_TASK TO CARRY OUT_.
Transcribe exactly the lines from the first line of the records through the line containing "Game: Godot game, scene res://maps/Nest.tscn", and leave out every picture.

_Dataset items_.
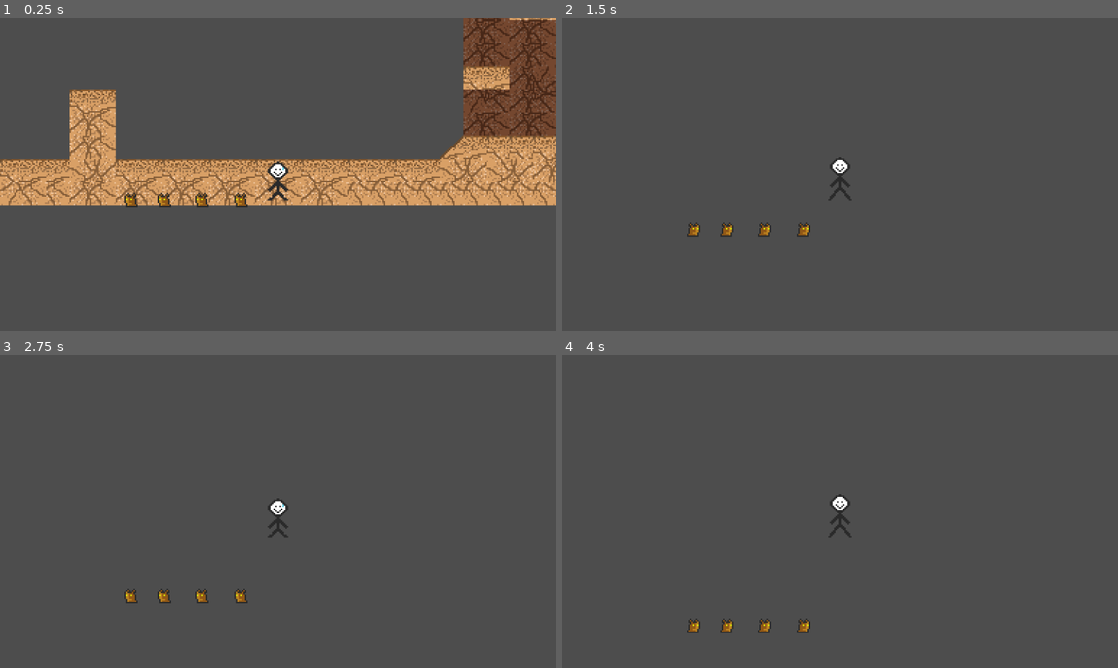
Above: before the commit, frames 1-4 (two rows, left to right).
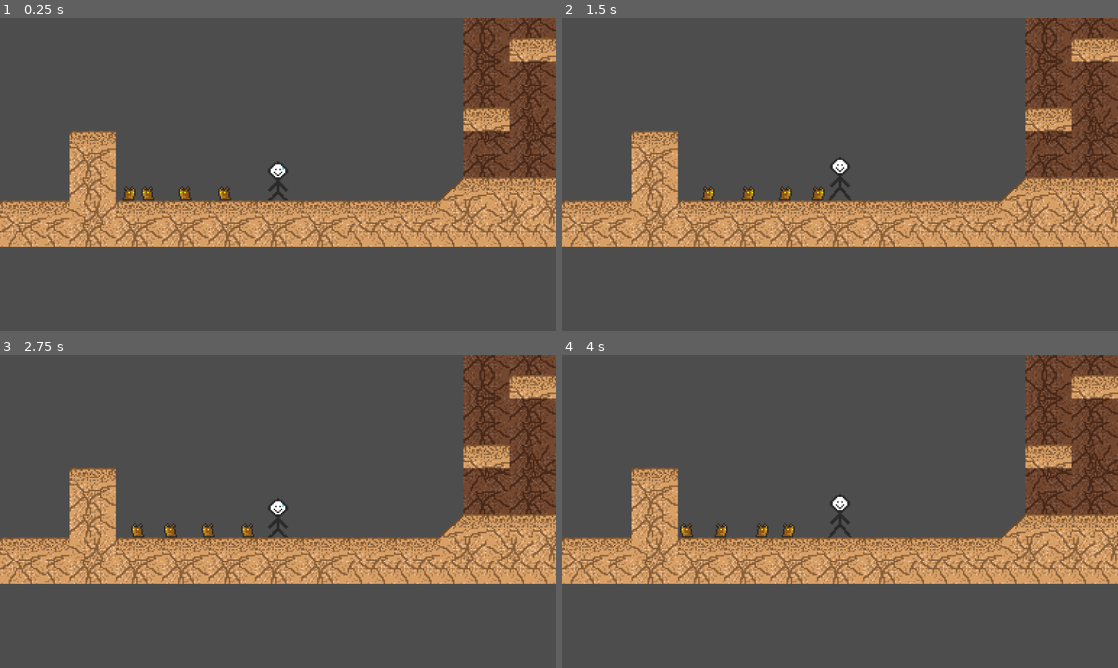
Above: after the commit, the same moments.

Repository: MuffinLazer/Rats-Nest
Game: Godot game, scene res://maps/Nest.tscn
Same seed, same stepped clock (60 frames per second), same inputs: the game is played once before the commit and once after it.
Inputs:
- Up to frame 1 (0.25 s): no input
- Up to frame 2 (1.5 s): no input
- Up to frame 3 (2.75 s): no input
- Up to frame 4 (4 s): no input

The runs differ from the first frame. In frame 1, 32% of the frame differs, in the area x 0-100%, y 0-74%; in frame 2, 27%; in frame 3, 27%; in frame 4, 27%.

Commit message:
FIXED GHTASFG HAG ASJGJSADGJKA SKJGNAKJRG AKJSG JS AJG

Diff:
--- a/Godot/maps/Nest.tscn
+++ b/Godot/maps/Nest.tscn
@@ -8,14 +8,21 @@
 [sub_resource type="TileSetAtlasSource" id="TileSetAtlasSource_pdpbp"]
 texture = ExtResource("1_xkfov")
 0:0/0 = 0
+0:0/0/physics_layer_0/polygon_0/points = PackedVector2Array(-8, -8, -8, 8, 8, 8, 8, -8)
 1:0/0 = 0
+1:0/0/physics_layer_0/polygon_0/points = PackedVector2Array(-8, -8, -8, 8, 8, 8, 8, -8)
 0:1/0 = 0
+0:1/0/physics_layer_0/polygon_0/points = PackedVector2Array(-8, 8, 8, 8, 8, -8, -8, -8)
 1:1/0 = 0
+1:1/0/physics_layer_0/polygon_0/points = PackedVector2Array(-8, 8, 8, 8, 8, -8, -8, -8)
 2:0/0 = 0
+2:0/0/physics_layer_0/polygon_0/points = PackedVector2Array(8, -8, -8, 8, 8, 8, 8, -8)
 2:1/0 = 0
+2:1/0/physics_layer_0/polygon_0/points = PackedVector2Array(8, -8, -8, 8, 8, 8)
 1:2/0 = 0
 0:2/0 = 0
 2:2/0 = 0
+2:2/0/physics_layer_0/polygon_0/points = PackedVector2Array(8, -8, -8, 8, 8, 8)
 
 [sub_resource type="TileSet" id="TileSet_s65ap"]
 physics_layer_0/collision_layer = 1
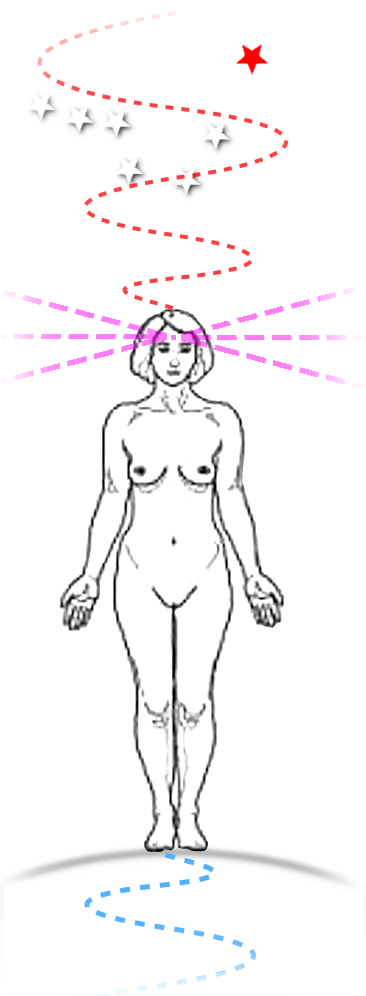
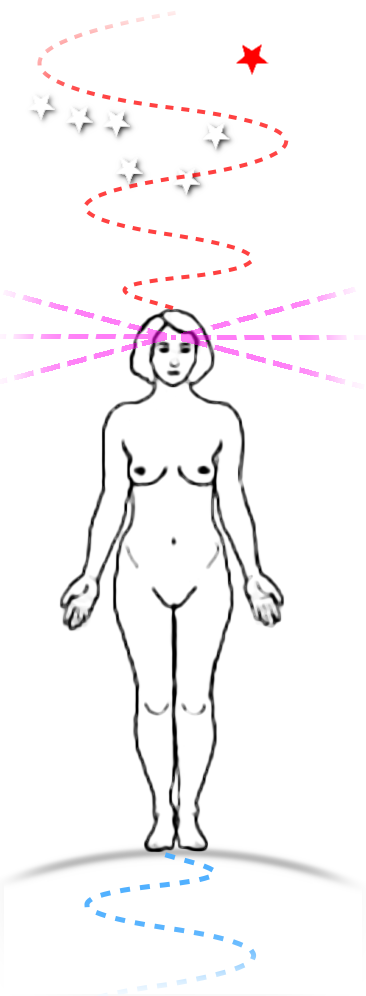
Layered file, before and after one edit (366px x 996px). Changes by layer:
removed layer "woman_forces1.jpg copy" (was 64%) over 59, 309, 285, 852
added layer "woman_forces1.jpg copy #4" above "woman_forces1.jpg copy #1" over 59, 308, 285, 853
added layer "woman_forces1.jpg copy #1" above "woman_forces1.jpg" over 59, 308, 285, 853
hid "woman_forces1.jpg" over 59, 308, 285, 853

_TASK SOLUTION_.
Above: before the commit, frames 1-4 (two rows, left to right).
Above: after the commit, the same moments.

Repository: MuffinLazer/Rats-Nest
Game: Godot game, scene res://maps/Nest.tscn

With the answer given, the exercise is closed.